Pero la mayor barrera para la empatía del público generalista es que, con cierta frecuencia, estas polémicas dejan a los dos bandos en tablas. Véase el enredo montado en torno a Doctor Strange (Doctor Extraño) cuando Marvel fichó a Tilda Swinton para interpretar al Anciano, un personaje que, en el cómic original, viene del Tíbet. Tras las primeras invectivas, la inglesa reaccionó carteándose con la comediante Margaret Cho, una de sus mayores opositoras, para explicarle su postura. Cho declaró sentirse insultada por el gesto (“Me hacía sentir como su criada, solo por el hecho de que soy asiática”), con lo que Tilda Swinton terminó publicando la correspondencia entre las dos.

Inútil afán: si bien los correos en cuestión estaban escritos con cortesía limpia, medios como The Independent se tiraron a por la actriz de Michael Clayton, acusándola de ampararse tras su “privilegio de persona blanca”. Finalmente, el argumentista C. Robert Cargill explicó la raíz del problema: de haber contado con un personaje tibetano, el filme hubiese sido vetado en China (un mercado crucial para el estudio) y, de rebote, habría levantado otra polémica, esta vez a cargo del estereotipo del ‘oriental mágico’. “No podíamos ganar”, resumió Cargill.

La última polémica racial en la que se ha visto envuelta Marvel se centra en Iron Fist, un personaje que protagoniza su serie en Netflix y que nació (mil novecientos setenta y cuatro) al calor de la fiebre por el cine de artes marciales. Al anunciarse que el rubiales Finn Jones (Juego de tronos) encarnaría al héroe, múltiples voces (entre ellas, las guionistas de cómics Gail Simone Marjorie Liu) sentenciaron que Iron Fist había de ser interpretado por un asiático, aunque su etnia en las viñetas fuese anglosajona. La razón aducida por ese sector crítico: que el héroe era, desde su origen, la encarnación de un estereotipo colonialista, con lo que ponerle ojos rasgados supondría una reparación para los estadounidenses de origen asiático.

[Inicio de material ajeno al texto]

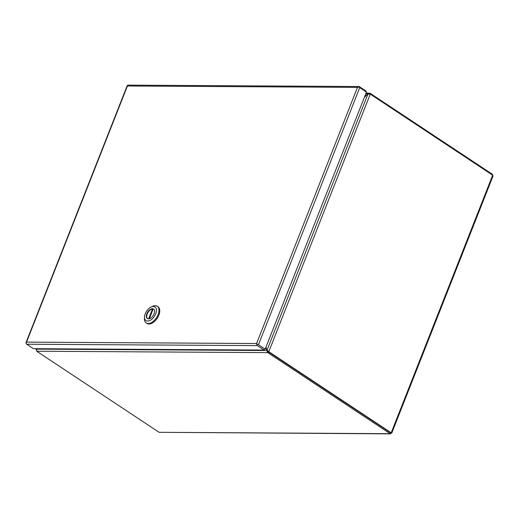 <?xml version="1.0" encoding="UTF-8"?>
<svg xmlns="http://www.w3.org/2000/svg" width="519" height="519" viewBox="0 0 519 519"><rect width="100%" height="100%" fill="white"/><g stroke="black" fill="none" stroke-linecap="round" stroke-linejoin="round"><path stroke-width="0.78" d="M492.563 176.363L492.674 175.195L391.209 432.775L391.469 433.008L390.184 433.696L159.099 432.301L390.573 433.865L390.184 433.696L390.762 432.535M370.482 94.335L370.735 93.692L492.375 174.261L492.816 175.351M269.569 352.206A4.548 3.497 -89.7 0 1 268.848 351.571L268.187 351.571A4.548 3.497 90.3 0 0 268.9 352.2L269.569 352.206L391.248 432.859M159.099 432.301L37.452 351.733A4.548 1.304 21.5 0 1 36.778 351.227L267.681 352.622A4.548 1.304 21.5 0 1 268.537 353.128L390.184 433.696M370.735 93.692A4.548 1.304 -158.5 0 0 369.878 93.186L369.547 94.03M492.375 174.261L492.148 174.845M370.216 94.237L367.926 94.088L267 350.293L268.848 351.571L370.216 94.237A4.548 3.497 -89.7 0 1 371.027 94.62L492.674 175.195M391.209 432.775L390.548 432.768L268.9 352.2A4.548 1.304 -158.5 0 0 268.044 351.694L266.753 350.513L36.661 349.125L36.778 351.227M265.78 347.607A345.66 197.252 -56.5 0 0 266.597 349.793A4.548 2.595 123.5 0 1 266.753 350.513L267.681 352.622L268.044 351.694M36.336 350.072L36.09 349.332L36.667 348.703M365.739 93.855L367.848 93.868L369.878 93.186L366.077 92.998M266.007 347.036A345.66 197.252 -56.5 0 1 266.727 349.676A4.548 2.595 123.5 0 0 267 350.293L267.843 351.071M268.537 353.128L268.9 352.2L390.548 432.768M36.661 349.125A4.548 2.595 123.5 0 1 37.063 348.703M364.598 96.748A345.66 197.252 -56.5 0 1 367.128 94.581A4.548 2.595 123.5 0 0 367.848 93.868L368.088 94.03M267.713 350.766L268.187 351.571L267.713 350.766M364.37 97.319A345.66 197.252 -56.5 0 0 367.167 94.698A4.548 2.595 123.5 0 1 367.926 94.088M267.467 350.98A4.548 2.595 -56.5 0 0 267.408 350.597M25.963 342.715L26.514 342.131A1.563 0.448 21.5 0 1 26.521 342.131A1.563 1.207 -89.7 0 0 26.521 342.138L26.06 343.014A1.563 1.207 90.3 0 0 26.703 344.233L33.417 348.684L264.145 350.072L264.508 349.151L265.17 349.151L366.44 92.071L359.725 87.627A1.563 0.448 -158.5 0 0 358.382 87.03L357.474 87.374A1.563 0.448 -158.5 0 0 357.468 87.38L358.285 86.731A1.563 1.207 -89.7 0 1 358.889 86.524L128.161 85.135A1.563 1.207 90.3 0 0 127.557 85.343L127.415 85.992L127.226 85.635A1.563 0.448 -158.5 0 0 127.213 85.661L25.95 342.741A1.563 0.448 21.5 0 1 25.963 342.715L26.138 342.787M365.914 91.72L366.142 91.143L359.427 86.692A1.563 1.207 -89.7 0 0 358.889 86.524M256.587 343.539L256.574 343.526A1.563 1.207 90.3 0 0 256.574 343.526L257.113 344.11A1.563 0.448 21.5 0 1 258.462 344.707L265.17 349.151M264.145 350.072L257.43 345.628A1.563 1.207 -89.7 0 1 256.782 344.408L256.574 343.526L357.474 87.374A1.563 1.207 90.3 0 0 357.468 87.38L127.415 85.992L26.521 342.131L256.574 343.52L257.21 344.272M256.782 344.408L257.242 344.337L256.905 343.889M146.196 322.948L146.942 323.441A10.004 5.709 -56.5 0 0 148.953 324.018A10.004 5.709 -56.5 0 0 158.133 316.72A10.004 5.709 -56.5 0 0 157.997 306.761L157.244 306.262A10.004 5.709 123.5 0 1 157.387 316.227A10.004 5.709 123.5 0 1 148.207 323.525A10.004 5.709 123.5 0 1 146.196 322.948A10.004 5.709 123.5 0 1 144.438 318.413L144.516 316.895A8.187 4.671 123.5 0 1 151.023 307.079A8.187 4.671 123.5 0 1 153.352 306.482A8.187 4.671 123.5 0 1 155.706 313.813A8.187 4.671 123.5 0 1 147.604 321.079A8.187 4.671 123.5 0 1 144.516 316.895M151.023 307.079L152.385 306.418A10.004 5.709 123.5 0 1 155.233 305.685A10.004 5.709 123.5 0 1 157.244 306.262M148.479 318.848A5.683 3.244 -56.5 0 0 153.695 314.702A5.683 3.244 -56.5 0 0 153.618 309.039A5.683 3.244 -56.5 0 0 152.469 308.714A5.683 3.244 -56.5 0 0 147.253 312.86A5.683 3.244 -56.5 0 0 147.338 318.523A5.683 3.244 -56.5 0 0 148.479 318.848M153.793 309.175A5.683 3.244 -56.5 0 0 152.846 308.961A5.683 3.244 -56.5 0 0 152.489 308.987L148.603 318.848M153.04 309.35L152.489 308.987M149.349 318.724L153.183 308.987A5.683 3.244 -56.5 0 0 152.846 308.961A5.683 3.244 -56.5 0 0 147.72 312.938A5.683 3.244 -56.5 0 0 147.532 318.634M258.462 344.707L359.725 87.627M26.703 344.233L257.43 345.628M493.024 176.038L391.78 433.06M391.008 432.703L390.638 432.768M36.09 349.332L36.336 348.703"/></g></svg>
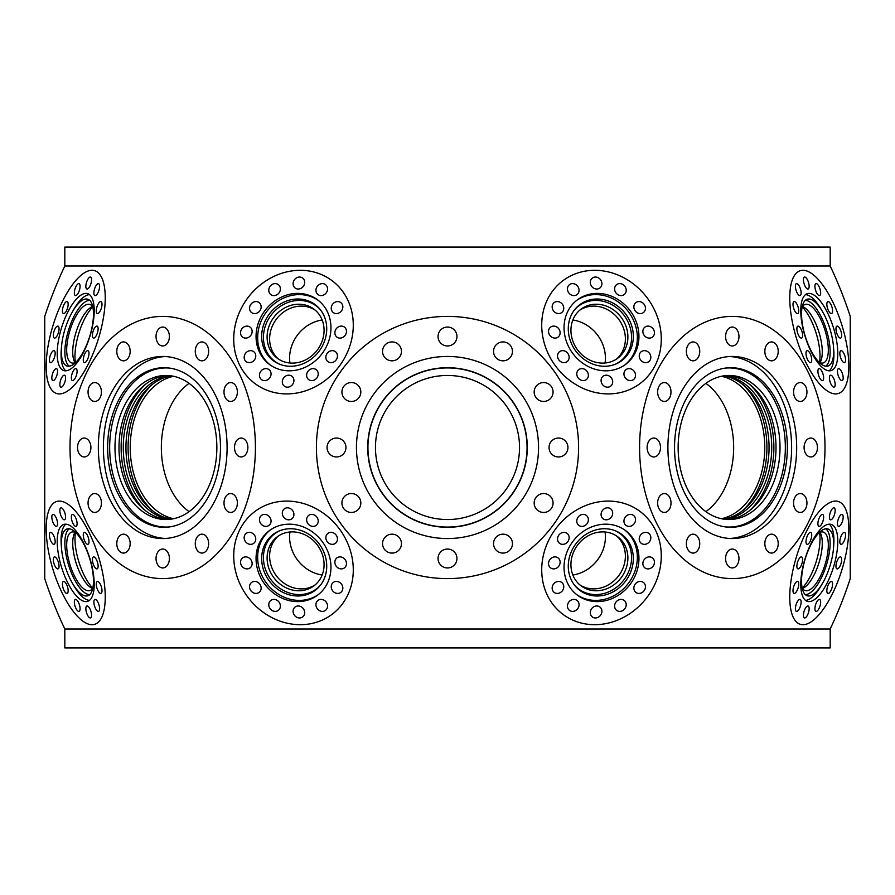 <?xml version="1.0" encoding="UTF-8"?>
<svg xmlns="http://www.w3.org/2000/svg" width="895" height="895" viewBox="0 0 895 895"><rect width="100%" height="100%" fill="white"/><g stroke="black" fill="none" stroke-linecap="round" stroke-linejoin="round"><path stroke-width="1.34" d="M819.529 532.491A35.923 13.212 -72.8 0 1 817.247 557.988A35.923 13.212 -72.8 0 1 802.267 588.093M819.943 532.312A30.631 11.266 -72.8 0 1 820.793 533.901A30.631 11.266 -72.8 0 1 819.921 559.453A30.631 11.266 -72.8 0 1 804.124 587.646A30.631 11.266 -72.8 0 1 802.513 588.462M819.249 532.614A30.631 11.266 -72.8 0 1 823.322 532.077A30.631 11.266 -72.8 0 1 825.973 561.333A30.631 11.266 -72.8 0 1 805.164 590.577A30.631 11.266 -72.8 0 1 802.11 587.825M804.213 562.373A34.983 12.866 -72.8 0 1 827.45 528.833A34.983 12.866 -72.8 0 1 833.525 547.919A34.983 12.866 -72.8 0 1 830.996 562.373A34.983 12.866 -72.8 0 1 822.539 583.294A34.983 12.866 -72.8 0 1 806.731 595.589A34.983 12.866 -72.8 0 1 804.213 562.373M825.626 528.811A34.581 12.72 -72.8 0 1 827.483 561.333A34.581 12.72 -72.8 0 1 805.209 594.571M822.539 583.294L821.095 585.778A40.275 14.812 -72.8 0 1 805.522 600.388M829.173 524.19A40.275 14.812 -72.8 0 1 833.737 545.055L833.525 547.919M803.867 562.888A40.275 14.812 -72.8 0 1 831.22 524.425A40.275 14.812 -72.8 0 1 834.699 562.888A40.275 14.812 -72.8 0 1 807.346 601.35A40.275 14.812 -72.8 0 1 803.867 562.888M605.065 531.988A35.923 31.907 -53.2 0 1 605.199 540.793A35.923 31.907 -53.2 0 1 572.845 574.993M616.498 535.915A30.631 27.208 -53.2 0 1 625.202 559.453A30.631 27.208 -53.2 0 1 608.175 584.994A30.631 27.208 -53.2 0 1 579.826 584.86M571.111 561.333A30.631 27.208 -53.2 0 1 588.899 535.378A30.631 27.208 -53.2 0 1 617.774 536.81A30.631 27.208 -53.2 0 1 627.708 561.333A30.631 27.208 -53.2 0 1 609.931 587.288A30.631 27.208 -53.2 0 1 581.045 585.845A30.631 27.208 -53.2 0 1 571.111 561.333M568.482 562.373A34.983 31.068 -53.2 0 1 616.297 531.171A34.983 31.068 -53.2 0 1 633.123 562.373A34.983 31.068 -53.2 0 1 609.663 593.474A34.983 31.068 -53.2 0 1 575.216 586.001A34.983 31.068 -53.2 0 1 568.482 562.373M615.503 530.847A34.581 30.71 -53.2 0 1 631.367 561.333A34.581 30.71 -53.2 0 1 608.6 591.897A34.581 30.71 -53.2 0 1 574.668 585.33M624.833 530.075A40.275 35.766 -53.2 0 1 637.106 561.691A40.275 35.766 -53.2 0 1 614.205 595.555A40.275 35.766 -53.2 0 1 576.559 594.504M564.286 562.888A40.275 35.766 -53.2 0 1 587.668 528.766A40.275 35.766 -53.2 0 1 625.65 530.657A40.275 35.766 -53.2 0 1 638.706 562.888A40.275 35.766 -53.2 0 1 615.324 597.021A40.275 35.766 -53.2 0 1 577.342 595.119A40.275 35.766 -53.2 0 1 564.286 562.888M322.155 574.993A35.923 31.907 53.2 0 1 289.801 540.793A35.923 31.907 53.2 0 1 289.935 531.988M315.174 584.86A30.631 27.208 53.2 0 1 286.825 584.994A30.631 27.208 53.2 0 1 269.798 559.453A30.631 27.208 53.2 0 1 278.502 535.915M267.292 561.333A30.631 27.208 53.2 0 1 277.226 536.81A30.631 27.208 53.2 0 1 306.101 535.378A30.631 27.208 53.2 0 1 323.889 561.333A30.631 27.208 53.2 0 1 313.955 585.845A30.631 27.208 53.2 0 1 285.069 587.288A30.631 27.208 53.2 0 1 267.292 561.333M261.877 562.373A34.983 31.068 53.2 0 1 278.703 531.171A34.983 31.068 53.2 0 1 326.518 562.373A34.983 31.068 53.2 0 1 319.783 586.001A34.983 31.068 53.2 0 1 285.337 593.474A34.983 31.068 53.2 0 1 261.877 562.373M320.332 585.33A34.581 30.71 53.2 0 1 286.4 591.897A34.581 30.71 53.2 0 1 263.633 561.333A34.581 30.71 53.2 0 1 279.497 530.847M318.441 594.504A40.275 35.766 53.2 0 1 280.795 595.555A40.275 35.766 53.2 0 1 257.894 561.691A40.275 35.766 53.2 0 1 270.167 530.075M256.294 562.888A40.275 35.766 53.2 0 1 269.35 530.657A40.275 35.766 53.2 0 1 307.332 528.766A40.275 35.766 53.2 0 1 330.714 562.888A40.275 35.766 53.2 0 1 317.658 595.119A40.275 35.766 53.2 0 1 279.676 597.021A40.275 35.766 53.2 0 1 256.294 562.888M92.733 588.093A35.923 13.212 72.8 0 1 77.753 557.988A35.923 13.212 72.8 0 1 75.471 532.491M92.487 588.462A30.631 11.266 72.8 0 1 90.876 587.646A30.631 11.266 72.8 0 1 75.079 559.453A30.631 11.266 72.8 0 1 74.207 533.901A30.631 11.266 72.8 0 1 75.057 532.312M92.89 587.825A30.631 11.266 72.8 0 1 89.836 590.577A30.631 11.266 72.8 0 1 69.027 561.333A30.631 11.266 72.8 0 1 71.678 532.077A30.631 11.266 72.8 0 1 75.751 532.614M64.004 562.373A34.983 12.866 72.8 0 1 61.475 547.919A34.983 12.866 72.8 0 1 67.55 528.833A34.983 12.866 72.8 0 1 90.787 562.373A34.983 12.866 72.8 0 1 88.269 595.589A34.983 12.866 72.8 0 1 72.461 583.294A34.983 12.866 72.8 0 1 64.004 562.373M89.791 594.571A34.581 12.72 72.8 0 1 67.517 561.333A34.581 12.72 72.8 0 1 69.374 528.811M89.478 600.388A40.275 14.812 72.8 0 1 73.905 585.778L72.461 583.294M61.475 547.919L61.263 545.055A40.275 14.812 72.8 0 1 65.827 524.19M60.301 562.888A40.275 14.812 72.8 0 1 63.78 524.425A40.275 14.812 72.8 0 1 91.133 562.888A40.275 14.812 72.8 0 1 87.654 601.35A40.275 14.812 72.8 0 1 60.301 562.888M842.698 520.387A6.243 2.293 107.2 0 0 842.161 514.435A6.243 2.293 107.2 0 0 837.921 520.387A6.243 2.293 107.2 0 0 838.458 526.35A6.243 2.293 107.2 0 0 842.698 520.387M845.093 538.354A6.243 2.293 107.2 0 0 844.556 532.391A6.243 2.293 107.2 0 0 840.315 538.354A6.243 2.293 107.2 0 0 840.852 544.317A6.243 2.293 107.2 0 0 845.093 538.354M841.21 562.888A6.243 2.293 107.2 0 0 840.673 556.936A6.243 2.293 107.2 0 0 836.433 562.888A6.243 2.293 107.2 0 0 836.97 568.851A6.243 2.293 107.2 0 0 841.21 562.888M832.093 587.433A6.243 2.293 107.2 0 0 831.556 581.47A6.243 2.293 107.2 0 0 827.316 587.433A6.243 2.293 107.2 0 0 827.853 593.385A6.243 2.293 107.2 0 0 832.093 587.433M820.178 605.389A6.243 2.293 107.2 0 0 819.641 599.437A6.243 2.293 107.2 0 0 815.401 605.389A6.243 2.293 107.2 0 0 815.949 611.352A6.243 2.293 107.2 0 0 820.178 605.389M808.666 611.967A6.243 2.293 107.2 0 0 808.129 606.004A6.243 2.293 107.2 0 0 803.9 611.967A6.243 2.293 107.2 0 0 804.437 617.93A6.243 2.293 107.2 0 0 808.666 611.967M800.645 605.389A6.243 2.293 107.2 0 0 800.108 599.437A6.243 2.293 107.2 0 0 795.868 605.389A6.243 2.293 107.2 0 0 796.405 611.352A6.243 2.293 107.2 0 0 800.645 605.389M798.25 587.433A6.243 2.293 107.2 0 0 797.713 581.47A6.243 2.293 107.2 0 0 793.473 587.433A6.243 2.293 107.2 0 0 794.01 593.385A6.243 2.293 107.2 0 0 798.25 587.433M802.133 562.888A6.243 2.293 107.2 0 0 801.596 556.936A6.243 2.293 107.2 0 0 797.356 562.888A6.243 2.293 107.2 0 0 797.893 568.851A6.243 2.293 107.2 0 0 802.133 562.888M811.25 538.354A6.243 2.293 107.2 0 0 810.713 532.391A6.243 2.293 107.2 0 0 806.473 538.354A6.243 2.293 107.2 0 0 807.01 544.317A6.243 2.293 107.2 0 0 811.25 538.354M823.165 520.387A6.243 2.293 107.2 0 0 822.628 514.435A6.243 2.293 107.2 0 0 818.388 520.387A6.243 2.293 107.2 0 0 818.925 526.35A6.243 2.293 107.2 0 0 823.165 520.387M635.506 520.387A6.243 5.538 126.8 0 0 633.481 515.397A6.243 5.538 126.8 0 0 627.608 515.106A6.243 5.538 126.8 0 0 623.983 520.387A6.243 5.538 126.8 0 0 626.008 525.387A6.243 5.538 126.8 0 0 631.892 525.678A6.243 5.538 126.8 0 0 635.506 520.387M650.799 538.354A6.243 5.538 126.8 0 0 648.774 533.364A6.243 5.538 126.8 0 0 642.901 533.062A6.243 5.538 126.8 0 0 639.276 538.354A6.243 5.538 126.8 0 0 641.301 543.343A6.243 5.538 126.8 0 0 647.186 543.645A6.243 5.538 126.8 0 0 650.799 538.354M654.424 562.888A6.243 5.538 126.8 0 0 652.41 557.898A6.243 5.538 126.8 0 0 646.526 557.607A6.243 5.538 126.8 0 0 642.901 562.888A6.243 5.538 126.8 0 0 644.926 567.889A6.243 5.538 126.8 0 0 650.81 568.18A6.243 5.538 126.8 0 0 654.424 562.888M645.418 587.433A6.243 5.538 126.8 0 0 643.393 582.432A6.243 5.538 126.8 0 0 637.509 582.142A6.243 5.538 126.8 0 0 633.884 587.433A6.243 5.538 126.8 0 0 635.909 592.423A6.243 5.538 126.8 0 0 641.793 592.714A6.243 5.538 126.8 0 0 645.418 587.433M626.187 605.389A6.243 5.538 126.8 0 0 624.162 600.4A6.243 5.538 126.8 0 0 618.277 600.109A6.243 5.538 126.8 0 0 614.652 605.389A6.243 5.538 126.8 0 0 616.677 610.39A6.243 5.538 126.8 0 0 622.562 610.681A6.243 5.538 126.8 0 0 626.187 605.389M601.876 611.967A6.243 5.538 126.8 0 0 599.851 606.978A6.243 5.538 126.8 0 0 593.967 606.676A6.243 5.538 126.8 0 0 590.353 611.967A6.243 5.538 126.8 0 0 592.367 616.957A6.243 5.538 126.8 0 0 598.252 617.248A6.243 5.538 126.8 0 0 601.876 611.967M579.02 605.389A6.243 5.538 126.8 0 0 576.995 600.4A6.243 5.538 126.8 0 0 571.111 600.109A6.243 5.538 126.8 0 0 567.486 605.389A6.243 5.538 126.8 0 0 569.511 610.39A6.243 5.538 126.8 0 0 575.395 610.681A6.243 5.538 126.8 0 0 579.02 605.389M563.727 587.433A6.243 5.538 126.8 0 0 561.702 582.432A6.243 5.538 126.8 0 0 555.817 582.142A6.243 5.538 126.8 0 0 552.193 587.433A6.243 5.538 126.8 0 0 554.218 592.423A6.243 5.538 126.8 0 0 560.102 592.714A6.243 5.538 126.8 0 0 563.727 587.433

Desde entonces, las malas críticas recibidas por el show y las intempestivas declaraciones de Jones no han hecho nada para remediar este enredo. Y quienes crean que dicha mudanza habría convertido a Iron Fist en un topicazo (el enésimo oriental kungfuteka de la ficción) podrían estar en lo correcto. Mas asimismo les convendría recordar que, cuando uno pertenece a la clase (o bien la raza) dominante, las cosas tienden a parecer más fáciles de lo que realmente son.